32 There remain weighty considerations favouring an order for security for costs. The financial burden which the costs of the appeal will impose on the respondents is very great. The appellant's own evidence shows that he is quite unable to meet any obligation to pay costs, either at first instance or on appeal, and his own affidavit is to the effect that the persons who stand to benefit from success in the appeal are his lawyers.

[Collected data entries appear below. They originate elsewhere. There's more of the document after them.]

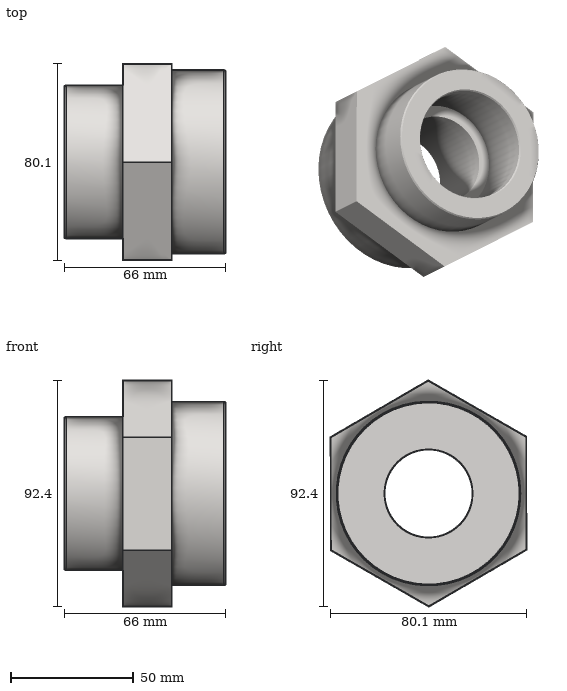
import cadquery as cq
import math

inlet_length = 24.0
collar_width = 20.0
outlet_length = 22.0
inlet_diameter = 62.78
outlet_diameter = 75.18

across_flats = 80.0
corner_count = 6
collar_turn = 0.17

socket_diameter = 44.84
socket_depth = 29.0
passage_diameter = 35.88

chamfer_length = 0.75
chamfer_angle = 30.0
chamfer_drop = chamfer_length * math.tan(math.radians(chamfer_angle))

across_corners = across_flats / math.cos(math.pi / corner_count)
outlet_start = inlet_length + collar_width
total_length = outlet_start + outlet_length


def round_body(root, mouth, diameter, mouth_radius):
    """Solid of revolution about X from root to mouth, with a conical band leading to the mouth."""
    radius = diameter / 2
    cone_start = mouth + math.copysign(chamfer_length, root - mouth)
    profile = [
        (root, 0),
        (root, radius),
        (cone_start, radius),
        (mouth, mouth_radius),
        (mouth, 0),
    ]
    return cq.Workplane("XY").polyline(profile).close().revolve(360, (0, 0, 0), (1, 0, 0))


def spigot(root, mouth, diameter):
    """Round end of the fitting, chamfered down around its end face."""
    return round_body(root, mouth, diameter, diameter / 2 - chamfer_drop)


def socket():
    """Wide bore cut from the inlet face, with a flared mouth."""
    return round_body(socket_depth, 0, socket_diameter, socket_diameter / 2 + chamfer_drop)


def passage():
    """Plain bore along the whole length."""
    return cq.Workplane("YZ").circle(passage_diameter / 2).extrude(total_length)


def hex_collar():
    """Hexagonal collar with one pair of opposite corners close to the Z direction."""
    collar = (
        cq.Workplane("YZ", origin=(inlet_length, 0, 0))
        .polygon(corner_count, across_corners)
        .extrude(collar_width)
    )
    return collar.rotate((0, 0, 0), (1, 0, 0), 90 + collar_turn)


inlet = spigot(inlet_length, 0, inlet_diameter)
outlet = spigot(outlet_start, total_length, outlet_diameter)

result = hex_collar().union(inlet).union(outlet).cut(socket()).cut(passage())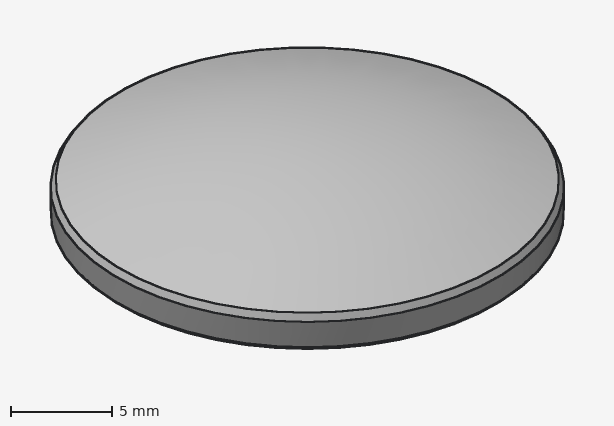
import cadquery as cq

diameter = 25.4
total_height = 4.42
chamfer_width = 0.25
top_chamfer_height = 0.38
bottom_chamfer_height = 0.25
dome_base_height = 2.1

radius = diameter / 2
face_radius = radius - chamfer_width

dome_rise = total_height - dome_base_height
sphere_radius = (face_radius**2 + dome_rise**2) / (2 * dome_rise)
mid_radius = face_radius / 2
mid_height = total_height - sphere_radius + (sphere_radius**2 - mid_radius**2) ** 0.5

half_section = (
    cq.Workplane("XZ")
    .lineTo(face_radius, 0)
    .lineTo(radius, bottom_chamfer_height)
    .lineTo(radius, dome_base_height - top_chamfer_height)
    .lineTo(face_radius, dome_base_height)
    .threePointArc((mid_radius, mid_height), (0, total_height))
    .close()
)

result = half_section.revolve(360, (0, 0, 0), (0, 1, 0))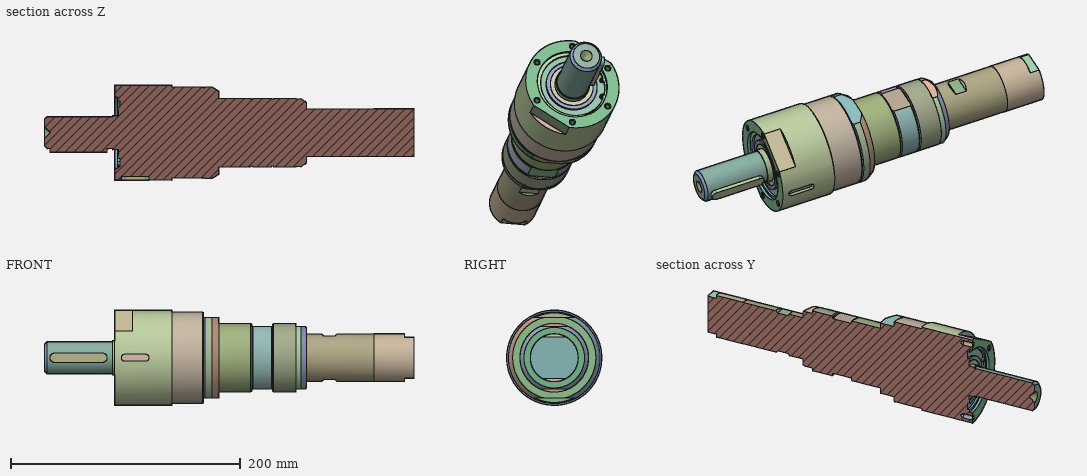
import cadquery as cq
import math

length = 322.0
collar_start = 59.2
flange_start = 61.2
flange_end = 111.0
housing_end = 138.8
front_nut_cone_start = 146.0
front_nut_end = 152.0
mid_ring_start = 180.5
mid_ring_end = 198.7
sleeve_end = 219.0
rear_nut_cone_start = 223.5
rear_nut_end = 228.3
end_cap_start = 287.0

shaft_diameter = 28.0
collar_diameter = 30.0
flange_diameter = 83.0
housing_diameter = 80.0
front_nut_end_diameter = 72.5
sleeve_diameter = 60.0
rear_nut_diameter = 59.5
rear_nut_end_diameter = 52.8
tail_diameter = 41.5
end_cap_diameter = 42.0

shaft_chamfer = 2.3
center_hole_diameter = 10.3
center_hole_depth = 5.0
key_start = 4.8
key_length = 50.0
key_width = 8.0
key_top = 17.0

flange_flat_distance = 37.5
flange_flat_length = 15.5
flange_flat_angle = 30.0
slot_start = 67.0
slot_length = 24.0
slot_width = 6.0
slot_depth = 3.2
bolt_count = 6
bolt_circle_diameter = 72.5
bolt_hole_diameter = 4.0
bolt_countersink_diameter = 5.5
bolt_hole_depth = 9.5

recess_diameter = 62.0
ring_depth = 2.5
ring_thickness = 2.0
ring_bore_diameter = 57.0
ring_bore_offset = 1.0
lug_diameter = 4.0
lug_hole_diameter = 1.55
lug_y = -27.0
lug_z = 7.7
seal_diameter = 45.0
seal_height = 2.0
seal_bore_diameter = 38.0
seal_bore_depth = 0.5

groove_depth = 1.0
front_nut_flat_height = 35.0
sleeve_flat_height = 27.5
tail_flat_height = 19.0
tail_flat_start = 243.0
tail_flat_length = 10.0
end_flat_height = 18.0
end_flat_length = 8.5


def cylinder(x_start, x_end, diameter, y=0.0, z=0.0):
    """Cylinder parallel to X between two stations."""
    plane = cq.Workplane("YZ", origin=(x_start, y, z))
    return plane.circle(diameter / 2).extrude(x_end - x_start)


def cone(x_start, x_end, start_diameter, end_diameter, y=0.0, z=0.0):
    """Cone or truncated cone parallel to X between two stations."""
    solid = cq.Solid.makeCone(
        start_diameter / 2,
        end_diameter / 2,
        x_end - x_start,
        pnt=cq.Vector(x_start, y, z),
        dir=cq.Vector(1, 0, 0),
    )
    return cq.Workplane("XY").add(solid)


def v_groove(x_center, diameter):
    """Ring with a 45 degree V section, to be cut from a cylinder."""
    outer_radius = diameter / 2 + groove_depth
    return (
        cq.Workplane("XY")
        .moveTo(x_center, diameter / 2 - groove_depth)
        .lineTo(x_center + 2 * groove_depth, outer_radius)
        .lineTo(x_center - 2 * groove_depth, outer_radius)
        .close()
        .revolve(360, (0, 0, 0), (1, 0, 0))
    )


def flat_pair(x_start, x_end, distance, ramp=0.0):
    """Cutters for two opposite flats at +Z and -Z, with ends widening outward by the given ramp."""
    upper = (
        cq.Workplane("XZ")
        .moveTo(x_start, distance)
        .lineTo(x_end, distance)
        .lineTo(x_end + ramp * flange_diameter, distance + flange_diameter)
        .lineTo(x_start - ramp * flange_diameter, distance + flange_diameter)
        .close()
        .extrude(flange_diameter / 2, both=True)
    )
    return upper.union(upper.mirror("XY"))


def side_slot(x_start, slot_size, width, y_inner, y_outer):
    """Round-ended bar on the -Y side, between two distances from the axis."""
    plane = cq.Workplane("XZ", origin=(x_start + slot_size / 2, -y_inner, 0))
    return plane.slot2D(slot_size, width).extrude(y_outer - y_inner)


def output_shaft():
    shaft = cylinder(0, flange_end, shaft_diameter).faces("<X").chamfer(shaft_chamfer)
    shaft = shaft.union(cylinder(collar_start, flange_end, collar_diameter))
    shaft = shaft.union(side_slot(key_start, key_length, key_width, 0, key_top))
    return shaft.cut(cone(0, center_hole_depth, center_hole_diameter, 0))


def flange():
    body = cylinder(flange_start, flange_end, flange_diameter)
    flats = flat_pair(flange_start, flange_start + flange_flat_length, flange_flat_distance)
    body = body.cut(flats.rotate((0, 0, 0), (1, 0, 0), flange_flat_angle))
    slot_floor = flange_diameter / 2 - slot_depth
    body = body.cut(side_slot(slot_start, slot_length, slot_width, slot_floor, flange_diameter))
    for index in range(bolt_count):
        angle = 2 * math.pi * index / bolt_count
        y = bolt_circle_diameter / 2 * math.sin(angle)
        z = bolt_circle_diameter / 2 * math.cos(angle)
        countersink_end = flange_start + bolt_countersink_diameter / 2
        hole_end = flange_start + bolt_hole_depth
        body = body.cut(cone(flange_start, countersink_end, bolt_countersink_diameter, 0, y, z))
        body = body.cut(cylinder(flange_start, hole_end, bolt_hole_diameter, y, z))
        body = body.cut(cone(hole_end, hole_end + bolt_hole_diameter / 2, bolt_hole_diameter, 0, y, z))
    return cut_face_recess(body)


def cut_face_recess(body):
    ring_face = flange_start + ring_depth
    floor = ring_face + ring_thickness
    seal_face = floor - seal_height
    body = body.cut(cylinder(flange_start, ring_face, recess_diameter))
    body = body.cut(cylinder(ring_face, floor, ring_bore_diameter, y=-ring_bore_offset))
    for z in (-lug_z, lug_z):
        body = body.union(cylinder(ring_face, floor, lug_diameter, lug_y, z))
        body = body.cut(cylinder(ring_face, floor, lug_hole_diameter, lug_y, z))
    body = body.union(cylinder(seal_face, floor, seal_diameter))
    return body.cut(cylinder(seal_face, seal_face + seal_bore_depth, seal_bore_diameter))


def housing_and_front_nut():
    body = cylinder(flange_end, front_nut_cone_start, housing_diameter)
    body = body.union(
        cone(front_nut_cone_start, front_nut_end, housing_diameter, front_nut_end_diameter)
    )
    body = body.cut(v_groove(housing_end, housing_diameter))
    return body.cut(flat_pair(housing_end, front_nut_end, front_nut_flat_height))


def sleeve_and_rear_nut():
    body = cylinder(front_nut_end, sleeve_end, sleeve_diameter)
    body = body.union(cylinder(sleeve_end, rear_nut_cone_start, rear_nut_diameter))
    body = body.union(cone(rear_nut_cone_start, rear_nut_end, rear_nut_diameter, rear_nut_end_diameter))
    for x_center in (mid_ring_start, mid_ring_end):
        body = body.cut(v_groove(x_center, sleeve_diameter))
    body = body.cut(flat_pair(mid_ring_start, mid_ring_end, sleeve_flat_height))
    return body.cut(flat_pair(sleeve_end, rear_nut_end, sleeve_flat_height))


def tail():
    body = cylinder(rear_nut_end, end_cap_start, tail_diameter)
    body = body.union(cylinder(end_cap_start, length, end_cap_diameter))
    tail_flat_end = tail_flat_start + tail_flat_length
    body = body.cut(flat_pair(tail_flat_start, tail_flat_end, tail_flat_height, ramp=1.0))
    return body.cut(flat_pair(length - end_flat_length, length, end_flat_height))


result = flange().union(output_shaft())
result = result.union(housing_and_front_nut())
result = result.union(sleeve_and_rear_nut())
result = result.union(tail())

I feel that there may be some element of hyperbole in this, and that complete success may bring some surplus to the appellant above his obligations for legal fees; to pay his debts is itself an advantage, but that is not the effect of what his affidavit says. Each of the respondents has spent over $1,000,000 on the litigation already, and what each has spent is more than the whole claim made against both. This will be considerably increased if the appeal does not succeed and they obtain further orders for costs of the appeal. Although certainty is not available the probabilities, so far as they can be seen, favour the respondents' succeeding in the appeal, and do so by a considerable degree. Although the respondents have obtained an overwhelming success so far, they have no protection on their claim of costs against the appellant. Even though security for costs is likely to stifle the appeal, the respondents' claim for this protection is a very strong one. The appellant's prospects of success exist and must be recognised, but it must also be concluded that they have not been shown to be strong, and that the material put forward relating to the prospects of success on the ground of apprehended bias is not material on which a clear favourable view can be formed.
33 In my opinion it has not been established that the grounds upon which Hodgson JA ordered security for costs were erroneous in any respect, or that his Honour's discretion miscarried.
34 For these reasons the Court of Appeal should refuse to discharge those orders, and should dismiss the Notice of Motion with costs.